No one should be surprised by what has happened and the reasons for it. Anyone who has ever interacted with Sun either on a formal or informal basis will know that the kind of culture that exists within Sun is nothing short of a giant reality distortion field.
People generally associate Apple with a reality distortion field – but at least Apple management knew when they were losing money that they needed some direction and focus. The problem with Sun management is that rather than taking responsibility they spent many years blaming Microsoft and other vendors for their tale of woes. Its even more telling that this deluded behaviour goes well beyond management all the way down to the trenches where the widget assembling takes place.
All of the problems at Sun were all self inflicted and they only have themselves to blame; Sun had their chance to do something 7 years ago – they failed to do it and now they’ll eventually be the product of a take over and find that the company will be stripped of the good parts and the rest will be thrown into the dustbin of history.
Edited 2009-04-09 07:43 UTC
I’m marked down a point – I guess there are Sun employee’s who would sooner silence the critics than accept that they and their managers have successful run the company into the ground. Keep the moderation points coming because the more you moderate me down the more you prove that I am right.
I totally agree with your post. I think there is a trend that the smarter the people are (ie very intelligent technically skilled people), the worse off they are as businessmen. Of course there are exceptions to the rule but that is a general trend and I think that is exactly what Sun has done.
My only thing is that I really do not want IBM to buy Sun or in other words Java because IBM software is just…how do I put it lightly…crap. Bear in mind I have only had experience with their Java based Websphere platform and what a nightmare that is to work with. It is slow, incredibly heavy, and expensive. Not to mention the IDE version 6 or something which I tried to install on a machine and it took well over 30 min to do so. And then when trying to install updates for it through Eclipse (which it is based on) it had to pull down another 1.5 gb of updates! Thats for an IDE!

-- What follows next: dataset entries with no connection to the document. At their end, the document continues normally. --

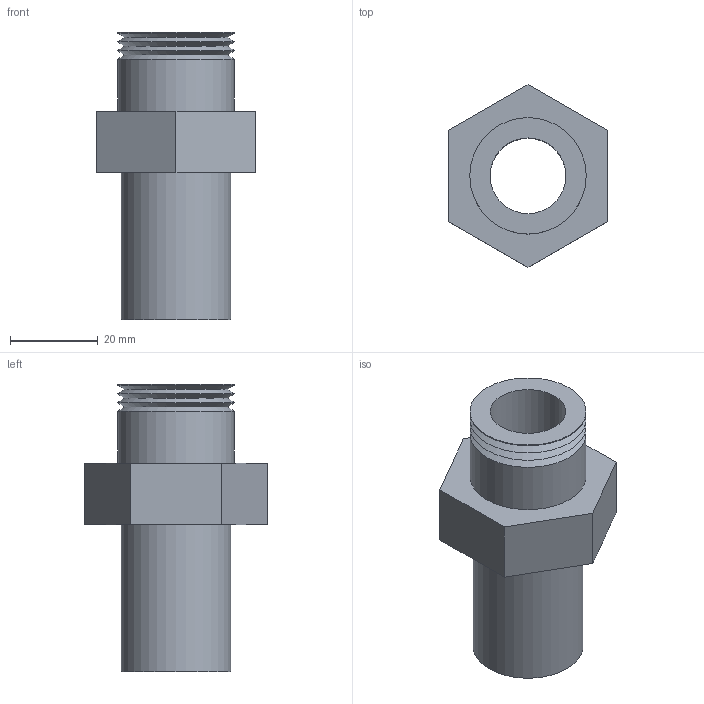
import cadquery as cq

tube_length = 33.5
hex_height = 14.0
collar_height = 11.8
groove_count = 3
groove_pitch = 2.0
rim_height = 0.2

hex_across_flats = 36.0
tube_diameter = 25.0
collar_diameter = 26.5
bore_diameter = 17.25
groove_depth = 1.5

hex_top = tube_length + hex_height
collar_top = hex_top + collar_height
total_height = collar_top + groove_count * groove_pitch + rim_height


def make_tube():
    return cq.Workplane("XY").circle(tube_diameter / 2).extrude(tube_length)


def make_hex():
    """Hexagon with two flats facing +X and -X."""
    return (
        cq.Workplane("XY", origin=(0, 0, tube_length))
        .polygon(6, hex_across_flats, circumscribed=True)
        .extrude(hex_height)
    )


def make_grooved_collar():
    """Round collar whose upper end carries a stack of V grooves below a thin rim."""
    crest_radius = collar_diameter / 2
    root_radius = crest_radius - groove_depth
    profile = cq.Workplane("XZ").moveTo(0, hex_top).lineTo(crest_radius, hex_top)
    profile = profile.lineTo(crest_radius, collar_top)
    for index in range(groove_count):
        groove_bottom = collar_top + index * groove_pitch
        profile = profile.lineTo(root_radius, groove_bottom + groove_pitch / 2)
        profile = profile.lineTo(crest_radius, groove_bottom + groove_pitch)
    profile = profile.lineTo(crest_radius, total_height).lineTo(0, total_height).close()
    return profile.revolve(360, (0, 0, 0), (0, 1, 0))


def make_bore():
    return cq.Workplane("XY").circle(bore_diameter / 2).extrude(total_height)


result = make_tube().union(make_hex()).union(make_grooved_collar()).cut(make_bore())

Because of that Websphere reputation I think there are better candidates out there that would be better for the Java ecosystem if they bought Sun. I could be proven wrong, and I hope I am wrong but the way I see it right now, IBM buying Sun is bad for the Java ecosystem. I would rather Fujitsu buy out Sun because of their heavy involvement and investment in the Java community. My 2 cents.
You’re right – and what Sun needs is a strong CEO who is willing to take the company by the horns and lay down a path. None of this pussy footing around the edge consulting and having numerous meetings and retreats. Employee’s and shareholders want to see leadership and if that involves having to find a Steve Jobs like leader who rules like a dictator, then so be it.

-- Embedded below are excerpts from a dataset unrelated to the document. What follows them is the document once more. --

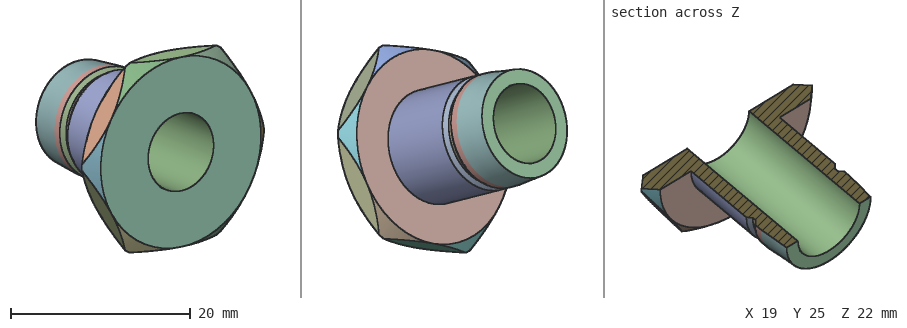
import cadquery as cq
import math

across_flats = 22.0
corner_diameter = 25.0
flange_thickness = 3.0

shank_length = 16.0
shank_radius = 6.5
bore_diameter = 9.0

nose_radius = 6.15
nose_length = 4.0
groove_start = 5.0
groove_depth = 0.5
groove_floor_width = 0.5

overall_length = shank_length + flange_thickness


def revolve_about_x(profile):
    """Revolve a closed (x, radius) profile about the X axis."""
    return cq.Workplane("XY").polyline(profile).close().revolve(360, (0, 0, 0), (1, 0, 0))


def make_flange():
    """Hexagon with corners on the Y axis, bevelled conically on both faces."""
    across_corners = across_flats / math.cos(math.radians(30))
    hexagon = (
        cq.Workplane("YZ", origin=(shank_length, 0, 0))
        .polygon(6, across_corners)
        .extrude(flange_thickness)
    )
    face_radius = across_flats / 2
    double_cone = revolve_about_x([
        (shank_length, 0),
        (shank_length, face_radius),
        (shank_length + flange_thickness / 2, corner_diameter / 2),
        (overall_length, face_radius),
        (overall_length, 0),
    ])
    return hexagon.intersect(double_cone)


def make_shank():
    """Solid shank with a tapered nose and a groove with 45 degree walls."""
    floor_radius = shank_radius - groove_depth
    floor_start = groove_start + groove_depth
    floor_end = floor_start + groove_floor_width
    groove_end = floor_end + groove_depth
    return revolve_about_x([
        (0, 0),
        (0, nose_radius),
        (nose_length, shank_radius),
        (groove_start, shank_radius),
        (floor_start, floor_radius),
        (floor_end, floor_radius),
        (groove_end, shank_radius),
        (shank_length, shank_radius),
        (shank_length, 0),
    ])


bore = cq.Workplane("YZ").circle(bore_diameter / 2).extrude(overall_length)
result = make_shank().union(make_flange()).cut(bore)

Heck, for me, I’d love an opportunity in such a situation – but it is doubtful it would happen. I have a tendency of doing practical things like wanting there to be structure and coherency in product line ups. Spending time on the small details like making the operating system easy to manage so that potential customers don’t need to hire a UNIX expert just to simply get the thing up and running.
God forbid, I’d do something even more horrible – I’d realise that Sun is a business to make money and start working with Novell on mono so that potential customers can choose between Java or .NET instead of their technology framework dictating what they run as the operating system. I would work with third party software vendors and find out what the rock blocks are to porting the software to Solaris – and get those roadblocks removed.
But here am I taking a ‘hands on approach’ with management when the current Sun executives would rather jet set themselves around the world whilst their empire is collapsing before them.